Melinda Stephens, a Melbourne based designer, has experienced the enormity of the situation firsthand, saying that the pressure that is put on models is “heartbreaking”.

“I’ve heard designers say that clothes look best on hangers, so they try and achieve this by having pretty much bones walk down the runway,” she says. “Karl Lagerfeld, head designer for Chanel believes that every woman should aim to have the figure of Victoria Beckham; that she is the perfect form.”

Stephens says that this “has been going on for ages” but refreshingly does not advocate this kind of perception.

“The thing is, it is not hangers that will be wearing the product. You need to be selling to real body shapes,” she says.

And while she is adamant that “designers are to blame”, the designers themselves are trying to pass the buck on to the modeling agencies.

Top designer Alex Perry has recently defended his choice of models, claiming he simply does not have time to find healthier-sized girls. However, former editor of Vogue, Kirstie Clements has hit back saying that most designers don’t understand that there is such thing as being too thin.

Another woman who shares this view is UK model, Saffi Karina. Karina was dropped by her modeling agency for being too big– a healthy size 10. She has used her personal experience to start her own modeling agency, which aims to promote ‘normal sized’ woman.

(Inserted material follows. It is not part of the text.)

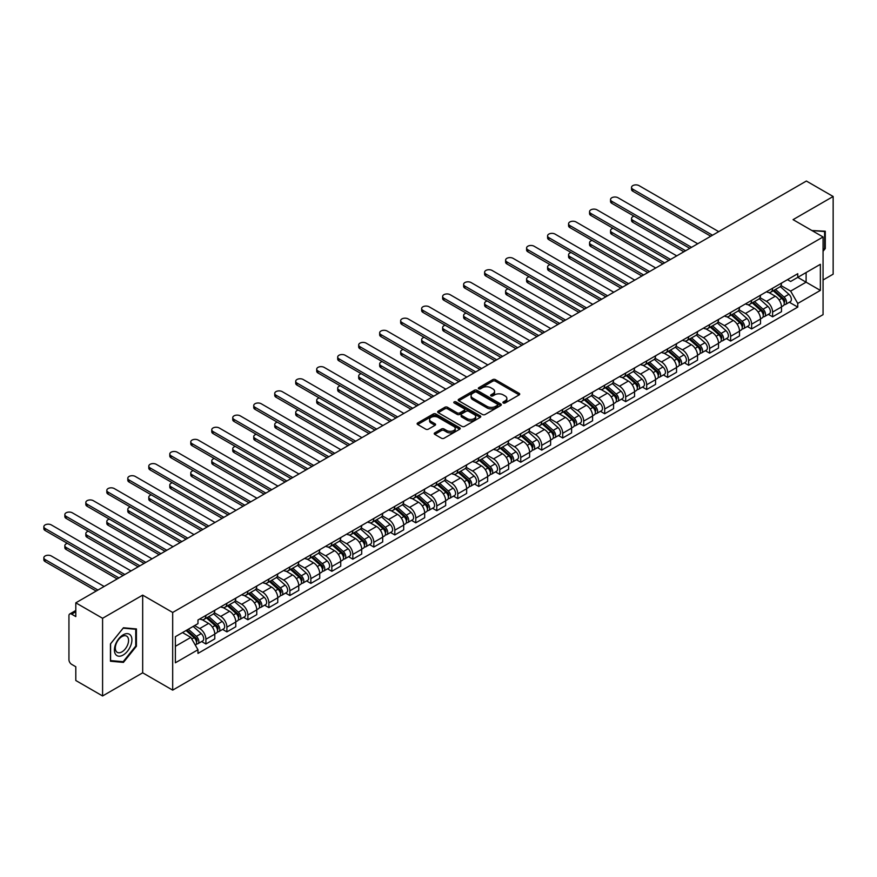 <?xml version="1.0" encoding="UTF-8"?>
<svg xmlns="http://www.w3.org/2000/svg" width="877" height="877" viewBox="0 0 877 877"><rect width="100%" height="100%" fill="white"/><g stroke="black" fill="none" stroke-linecap="round" stroke-linejoin="round"><path stroke-width="1.32" d="M503.288 402.981A1.305 0.756 0 0 0 505.141 402.981L519.173 394.88A1.864 1.074 0 0 0 519.721 394.124A1.864 1.074 0 0 0 519.173 393.356L495.395 379.631A1.864 1.074 0 0 0 492.753 379.631L478.721 387.733A1.305 0.756 0 0 0 478.338 388.27A1.305 0.756 0 0 0 478.721 388.807A1.305 0.756 0 0 0 480.574 388.807L482.394 387.755A5.975 3.453 0 0 1 490.846 387.755L492.819 388.895A5.975 3.453 0 0 1 494.573 391.339A5.975 3.453 0 0 1 492.819 393.773L491.01 394.825A1.305 0.756 0 0 0 490.627 395.363A1.305 0.756 0 0 0 491.01 395.889A1.305 0.756 0 0 0 492.852 395.889L494.672 394.847A5.975 3.453 0 0 1 503.124 394.847L505.108 395.987A5.975 3.453 0 0 1 506.851 398.432A5.975 3.453 0 0 1 505.108 400.866L503.288 401.918A1.305 0.756 0 0 0 502.905 402.455A1.305 0.756 0 0 0 503.288 402.981L503.288 401.918M434.784 432.854A1.864 1.074 0 0 0 434.236 433.622A1.864 1.074 0 0 0 434.784 434.378L441.449 438.226A1.864 1.074 0 0 0 444.091 438.226L459.68 429.237A1.864 1.074 0 0 0 460.217 428.469A1.864 1.074 0 0 0 459.68 427.702L435.902 413.988A1.864 1.074 0 0 0 433.26 413.988L417.682 422.977A1.864 1.074 0 0 0 417.134 423.744A1.864 1.074 0 0 0 417.682 424.501L425.74 429.16A1.864 1.074 0 0 0 428.371 429.16L435.047 425.301A1.864 1.074 0 0 0 435.595 424.545A1.864 1.074 0 0 0 435.047 423.777L431.045 421.475A4.999 2.883 0 0 1 429.587 419.436A4.999 2.883 0 0 1 432.668 416.772A4.999 2.883 0 0 1 438.116 417.397L453.76 426.43A4.999 2.883 0 0 1 455.229 428.469A4.999 2.883 0 0 1 452.148 431.133A4.999 2.883 0 0 1 446.7 430.508L444.091 429.006A1.864 1.074 0 0 0 441.449 429.006L434.784 432.854L434.784 434.378M172.681 612.464L142.677 595.132L102.587 618.285L75.806 602.828L806.38 181.035L833.15 196.492L793.06 219.645L823.064 236.965L172.681 612.464L172.681 690.133L823.064 314.646L823.064 236.965M482.525 414.514A1.864 1.074 0 0 0 485.167 414.514L500.745 405.525A1.864 1.074 0 0 0 501.293 404.757A1.864 1.074 0 0 0 500.745 403.99L476.978 390.265A1.864 1.074 0 0 0 474.336 390.265L458.748 399.265A1.864 1.074 0 0 0 458.2 400.033A1.864 1.074 0 0 0 458.748 400.789L482.525 414.514M454.714 403.267A1.305 0.756 0 0 1 456.04 403.453L480.19 417.386L464.624 426.375A1.864 1.074 0 0 1 461.982 426.375L438.215 412.65L438.215 411.127A1.864 1.074 0 0 0 437.667 411.883A1.864 1.074 0 0 0 438.215 412.65M438.215 411.127L444.88 407.268A1.864 1.074 0 0 1 447.522 407.268L457.169 412.837A1.864 1.074 0 0 0 459.811 412.837L464.229 410.283A1.864 1.074 0 0 0 464.777 409.526A1.864 1.074 0 0 0 464.229 408.759L454.198 402.971A1.305 0.756 0 0 1 453.815 402.433A1.305 0.756 0 0 1 454.615 401.732A1.305 0.756 0 0 1 456.04 401.896L480.212 415.851A1.864 1.074 0 0 1 480.76 416.619A1.864 1.074 0 0 1 480.212 417.375L480.212 415.851M102.587 618.285L102.587 695.965L75.806 680.508L75.806 666.761L71.64 664.349A3.804 2.192 -120 0 1 68.943 659.69L68.943 615.72A3.804 2.192 -120 0 1 69.732 613.977L75.806 610.469M823.064 280.004L833.15 274.172L833.15 196.492M102.587 695.965L142.677 672.812L172.681 690.133M75.806 602.828L75.806 616.575L71.64 614.163A3.804 2.192 -120 0 0 69.732 613.977M772.604 288.237A8.748 5.054 60 0 1 770.795 292.162L779.675 287.031A8.748 5.054 -120 0 0 781.484 283.107M760.008 297.654L766.421 301.359A8.748 5.054 60 0 1 772.604 312.08L781.484 306.95A8.748 5.054 -120 0 0 775.301 296.229L768.943 292.567M781.484 306.95L781.484 311.697L772.604 316.816L768.351 314.361M770.795 292.162A8.748 5.054 60 0 1 766.487 291.767M772.604 312.08L772.604 316.816M751.622 300.351A8.748 5.054 60 0 1 749.802 304.275L758.682 299.156A8.748 5.054 -120 0 0 760.502 295.22M747.357 326.474L751.622 328.941L760.502 323.81L760.502 319.075A8.748 5.054 -120 0 0 754.308 308.353L747.949 304.681M749.802 304.275A8.748 5.054 60 0 1 745.494 303.88M739.015 309.778L745.428 313.473A8.748 5.054 60 0 1 751.622 324.194L751.622 328.941M730.629 312.464A8.748 5.054 60 0 1 728.82 316.4L737.7 311.269A8.748 5.054 -120 0 0 739.508 307.345M726.375 338.599L730.629 341.054L739.508 335.924L739.508 331.188A8.748 5.054 -120 0 0 733.315 320.467L726.967 316.794M728.82 316.4A8.748 5.054 60 0 1 724.512 316.005M718.022 321.892L724.435 325.597A8.748 5.054 60 0 1 730.629 336.319L730.629 341.054M709.636 324.589A8.748 5.054 60 0 1 707.827 328.513L716.706 323.383A8.748 5.054 -120 0 0 718.515 319.458M705.382 350.712L709.636 353.168L718.515 348.048L718.515 343.302A8.748 5.054 -120 0 0 712.332 332.591L705.974 328.919M707.827 328.513A8.748 5.054 60 0 1 703.518 328.119M697.04 334.005L703.453 337.711A8.748 5.054 60 0 1 709.636 348.432L709.636 353.168M688.653 336.702A8.748 5.054 60 0 1 686.834 340.638L695.713 335.507A8.748 5.054 -120 0 0 697.533 331.572M684.389 362.826L688.653 365.292L697.533 360.162L697.533 355.426A8.748 5.054 -120 0 0 691.339 344.705L684.981 341.032M686.834 340.638A8.748 5.054 60 0 1 682.525 340.232M676.046 346.13L682.459 349.835A8.748 5.054 60 0 1 688.653 360.546L688.653 365.292M667.66 348.816A8.748 5.054 60 0 1 665.851 352.751L674.731 347.621A8.748 5.054 -120 0 0 676.54 343.696M663.407 374.95L667.66 377.406L676.54 372.276L676.54 367.54A8.748 5.054 -120 0 0 670.357 356.818L663.999 353.157M665.851 352.751A8.748 5.054 60 0 1 661.543 352.357M655.064 358.244L661.477 361.949A8.748 5.054 60 0 1 667.66 372.67L667.66 377.406M646.678 360.94A8.748 5.054 60 0 1 644.858 364.865L653.738 359.745A8.748 5.054 -120 0 0 655.558 355.81M642.413 387.064L646.678 389.52L655.558 384.4L655.558 379.664A8.748 5.054 -120 0 0 649.364 368.943L643.005 365.27M644.858 364.865A8.748 5.054 60 0 1 640.55 364.47M634.071 370.368L640.484 374.062A8.748 5.054 60 0 1 646.678 384.784L646.678 389.52M625.685 373.054A8.748 5.054 60 0 1 623.876 376.989L632.755 371.859A8.748 5.054 -120 0 0 634.564 367.934M621.431 399.188L625.685 401.644L634.564 396.514L634.564 391.778A8.748 5.054 -120 0 0 628.37 381.057L622.023 377.384M623.876 376.989A8.748 5.054 60 0 1 619.568 376.595M613.078 382.482L619.491 386.187A8.748 5.054 60 0 1 625.685 396.908L625.685 401.644M604.692 385.178A8.748 5.054 60 0 1 602.883 389.103L611.762 383.973A8.748 5.054 -120 0 0 613.571 380.048M600.438 411.302L604.692 413.758L613.571 408.638L613.571 403.891A8.748 5.054 -120 0 0 607.388 393.17L601.03 389.509M602.883 389.103A8.748 5.054 60 0 1 598.574 388.708M592.096 394.595L598.509 398.301A8.748 5.054 60 0 1 604.692 409.022L604.692 413.758M583.709 397.292A8.748 5.054 60 0 1 581.889 401.217L590.769 396.097A8.748 5.054 -120 0 0 592.589 392.162M579.445 423.416L583.709 425.882L592.589 420.752L592.589 416.016A8.748 5.054 -120 0 0 586.395 405.295L580.037 401.622M581.889 401.217A8.748 5.054 60 0 1 577.581 400.822M571.102 406.72L577.515 410.425A8.748 5.054 60 0 1 583.709 421.135L583.709 425.882M562.716 409.406A8.748 5.054 60 0 1 560.907 413.341L569.787 408.211A8.748 5.054 -120 0 0 571.596 404.286M558.463 435.54L562.716 437.996L571.596 432.865L571.596 428.129A8.748 5.054 -120 0 0 565.413 417.408L559.055 413.736M560.907 413.341A8.748 5.054 60 0 1 556.599 412.946M550.12 418.833L556.533 422.539A8.748 5.054 60 0 1 562.716 433.26L562.716 437.996M541.734 421.53A8.748 5.054 60 0 1 539.914 425.455L548.794 420.324A8.748 5.054 -120 0 0 550.613 416.4M537.469 447.654L541.734 450.109L550.613 444.99L550.613 440.243A8.748 5.054 -120 0 0 544.42 429.533L538.061 425.86M539.914 425.455A8.748 5.054 60 0 1 535.606 425.06M529.127 430.947L535.54 434.652A8.748 5.054 60 0 1 541.734 445.373L541.734 450.109M520.741 433.644A8.748 5.054 60 0 1 518.932 437.579L527.811 432.449A8.748 5.054 -120 0 0 529.62 428.513M516.487 459.767L520.741 462.234L529.62 457.103L529.62 452.368A8.748 5.054 -120 0 0 523.437 441.646L517.079 437.974M518.932 437.579A8.748 5.054 60 0 1 514.624 437.185M508.134 443.071L514.547 446.777A8.748 5.054 60 0 1 520.741 457.487L520.741 462.234M499.747 445.768A8.748 5.054 60 0 1 497.939 449.693L506.818 444.562A8.748 5.054 -120 0 0 508.627 440.638M495.494 471.892L499.747 474.347L508.627 469.217L508.627 464.481A8.748 5.054 -120 0 0 502.444 453.76L496.086 450.098M497.939 449.693A8.748 5.054 60 0 1 493.63 449.298M487.152 455.185L493.565 458.89A8.748 5.054 60 0 1 499.747 469.612L499.747 474.347M478.765 457.882A8.748 5.054 60 0 1 476.956 461.806L485.836 456.687A8.748 5.054 -120 0 0 487.645 452.751M474.501 484.005L478.765 486.461L487.645 481.341L487.645 476.606A8.748 5.054 -120 0 0 481.451 465.884L475.104 462.212M476.956 461.806A8.748 5.054 60 0 1 472.637 461.412M466.158 467.309L472.571 471.004A8.748 5.054 60 0 1 478.765 481.725L478.765 486.461M457.772 469.995A8.748 5.054 60 0 1 455.963 473.931L464.843 468.8A8.748 5.054 -120 0 0 466.652 464.876M453.519 496.13L457.772 498.585L466.652 493.455L466.652 488.719A8.748 5.054 -120 0 0 460.469 477.998L454.111 474.325M455.963 473.931A8.748 5.054 60 0 1 451.655 473.536M445.176 479.423L451.589 483.128A8.748 5.054 60 0 1 457.772 493.85L457.772 498.585M436.79 482.12A8.748 5.054 60 0 1 434.97 486.044L443.85 480.914A8.748 5.054 -120 0 0 445.669 476.989M432.525 508.243L436.79 510.699L445.669 505.58L445.669 500.833A8.748 5.054 -120 0 0 439.476 490.111L433.117 486.45M434.97 486.044A8.748 5.054 60 0 1 430.662 485.65M424.183 491.537L430.596 495.242A8.748 5.054 60 0 1 436.79 505.963L436.79 510.699M415.797 494.233A8.748 5.054 60 0 1 413.988 498.158L422.867 493.038A8.748 5.054 -120 0 0 424.676 489.103M411.543 520.357L415.797 522.824L424.676 517.693L424.676 512.957A8.748 5.054 -120 0 0 418.493 502.236L412.135 498.564M413.988 498.158A8.748 5.054 60 0 1 409.68 497.763M403.19 503.661L409.614 507.366A8.748 5.054 60 0 1 415.797 518.077L415.797 522.824M394.803 506.347A8.748 5.054 60 0 1 392.995 510.282L401.874 505.152A8.748 5.054 -120 0 0 403.683 501.227M390.55 532.482L394.814 534.937L403.694 529.807L403.694 525.071A8.748 5.054 -120 0 0 397.5 514.35L391.142 510.688M392.995 510.282A8.748 5.054 60 0 1 388.686 509.888M382.208 515.775L388.621 519.48A8.748 5.054 60 0 1 394.814 530.201L394.814 534.937M373.821 518.471A8.748 5.054 60 0 1 372.012 522.396L380.892 517.277A8.748 5.054 -120 0 0 382.701 513.341M369.568 544.595L373.821 547.051L382.701 541.931L382.701 537.184A8.748 5.054 -120 0 0 376.507 526.474L370.16 522.802M372.012 522.396A8.748 5.054 60 0 1 367.704 522.001M361.214 527.899L367.627 531.594A8.748 5.054 60 0 1 373.821 542.315L373.821 547.051M352.828 530.585A8.748 5.054 60 0 1 351.019 534.521L359.899 529.39A8.748 5.054 -120 0 0 361.708 525.466M348.575 556.72L352.828 559.175L361.708 554.045L361.708 549.309A8.748 5.054 -120 0 0 355.525 538.588L349.167 534.915M351.019 534.521A8.748 5.054 60 0 1 346.711 534.126M340.232 540.013L346.645 543.718A8.748 5.054 60 0 1 352.828 554.439L352.828 559.175M331.846 542.71A8.748 5.054 60 0 1 330.026 546.634L338.906 541.504A8.748 5.054 -120 0 0 340.725 537.579M327.581 568.833L331.846 571.289L340.725 566.158L340.725 561.423A8.748 5.054 -120 0 0 334.532 550.701L328.173 547.04M330.026 546.634A8.748 5.054 60 0 1 325.718 546.239M319.239 552.126L325.652 555.832A8.748 5.054 60 0 1 331.846 566.553L331.846 571.289M310.853 554.823A8.748 5.054 60 0 1 309.044 558.748L317.923 553.628A8.748 5.054 -120 0 0 319.732 549.693M306.599 580.947L310.853 583.413L319.732 578.283L319.732 573.547A8.748 5.054 -120 0 0 313.549 562.826L307.191 559.153M309.044 558.748A8.748 5.054 60 0 1 304.736 558.353M298.257 564.251L304.67 567.945A8.748 5.054 60 0 1 310.853 578.667L310.853 583.413M289.87 566.937A8.748 5.054 60 0 1 288.051 570.872L296.93 565.742A8.748 5.054 -120 0 0 298.75 561.817M285.606 593.071L289.87 595.527L298.75 590.396L298.75 585.661A8.748 5.054 -120 0 0 292.556 574.939L286.198 571.267M288.051 570.872A8.748 5.054 60 0 1 283.742 570.478M277.264 576.364L283.677 580.07A8.748 5.054 60 0 1 289.87 590.791L289.87 595.527M268.877 579.061A8.748 5.054 60 0 1 267.068 582.986L275.948 577.855A8.748 5.054 -120 0 0 277.757 573.931M264.624 605.185L268.877 607.64L277.757 602.521L277.757 597.774A8.748 5.054 -120 0 0 271.563 587.064L265.216 583.391M267.068 582.986A8.748 5.054 60 0 1 262.76 582.591M256.27 588.478L262.683 592.183A8.748 5.054 60 0 1 268.877 602.905L268.877 607.64M247.884 591.175A8.748 5.054 60 0 1 246.075 595.099L254.955 589.98A8.748 5.054 -120 0 0 256.764 586.044M243.631 617.298L247.884 619.765L256.764 614.634L256.764 609.899A8.748 5.054 -120 0 0 250.581 599.177L244.223 595.505M246.075 595.099A8.748 5.054 60 0 1 241.767 594.705M235.288 600.602L241.701 604.308A8.748 5.054 60 0 1 247.884 615.018L247.884 619.765M226.902 603.288A8.748 5.054 60 0 1 225.082 607.224L233.962 602.093A8.748 5.054 -120 0 0 235.781 598.169M222.637 629.423L226.902 631.878L235.781 626.748L235.781 622.012A8.748 5.054 -120 0 0 229.588 611.291L223.229 607.629M225.082 607.224A8.748 5.054 60 0 1 220.774 606.829M214.295 612.716L220.708 616.421A8.748 5.054 60 0 1 226.902 627.143L226.902 631.878M205.909 615.413A8.748 5.054 60 0 1 204.1 619.337L212.979 614.218A8.748 5.054 -120 0 0 214.788 610.282M201.655 641.536L205.909 643.992L214.788 638.873L214.788 634.137A8.748 5.054 -120 0 0 208.605 623.415L202.247 619.743M204.1 619.337A8.748 5.054 60 0 1 199.792 618.943M194.606 625.586L199.726 628.535A8.748 5.054 60 0 1 205.909 639.256L205.909 643.992M787.469 279.653L790.637 281.473L820.368 264.306L806.106 272.539L806.106 282.175L790.637 291.109L780.99 285.54M175.367 646.327L190.846 637.393L197.972 649.747L175.367 662.793L175.367 636.691L197.972 623.646L197.972 619.995L797.763 273.712L797.763 277.362L820.368 290.408L797.763 303.453L790.637 291.109M820.368 264.306L820.368 290.408M197.972 649.747L197.972 653.398L797.763 307.103L797.763 303.453M823.064 251.293L825.279 248.531L825.279 231.221L811.916 230.53L824.61 231.572L824.61 248.344L823.064 250.263M142.677 595.132L142.677 672.812M110.447 661.236L123.438 662.398L136.417 646.239L136.417 628.93L123.438 627.768L110.447 643.926L110.447 661.236M190.846 637.393L182.504 632.58M789.333 302.247L797.763 307.103M824.61 248.147L825.279 248.531M122.067 661.598L123.438 662.398M135.749 645.856L136.417 646.239M503.815 403.168L505.108 402.422A5.975 3.453 0 0 0 506.851 399.978L506.851 398.432M494.573 391.339L494.573 392.896A5.975 3.453 0 0 1 492.819 395.33L491.526 396.075M519.14 394.902L495.395 381.188A1.864 1.074 0 0 0 492.753 381.188L479.248 388.982M500.723 405.536L476.978 391.822A1.864 1.074 0 0 0 474.336 391.822L458.77 400.811M497.445 405.295A1.305 0.756 0 0 0 497.829 404.757A1.305 0.756 0 0 0 497.445 404.22L476.584 392.172A1.305 0.756 0 0 0 474.731 392.172L472.813 393.28A5.975 3.453 0 0 0 471.07 395.724A5.975 3.453 0 0 0 472.813 398.158L487.075 406.402A5.975 3.453 0 0 0 495.527 406.402L497.445 405.295L497.445 406.84A1.305 0.756 0 0 0 497.829 406.314L497.829 404.757M471.07 395.724L471.07 397.281A5.975 3.453 0 0 0 472.813 399.715L472.813 398.158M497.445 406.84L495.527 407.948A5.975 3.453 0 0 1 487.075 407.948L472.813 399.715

“I want to strive to endorse a positive body image and act as a role model to young women who previously thought ‘thin’ was the only way to get a foot over the fashion threshold,” she says.

Karina has also gone on to found ‘The Curve Project’, an innovation that aims to “champion curves and diversity within fashion and beyond”. The project provides potential models with workshops to inform ‘normal-sized’ models about the modeling industry.

And although research does uncover many stories similar to that of Karina’s, it seems that until designers stop thinking of size 10 as ‘plus size’, models will continue to be exploited – evidently to the extremes of anorexics.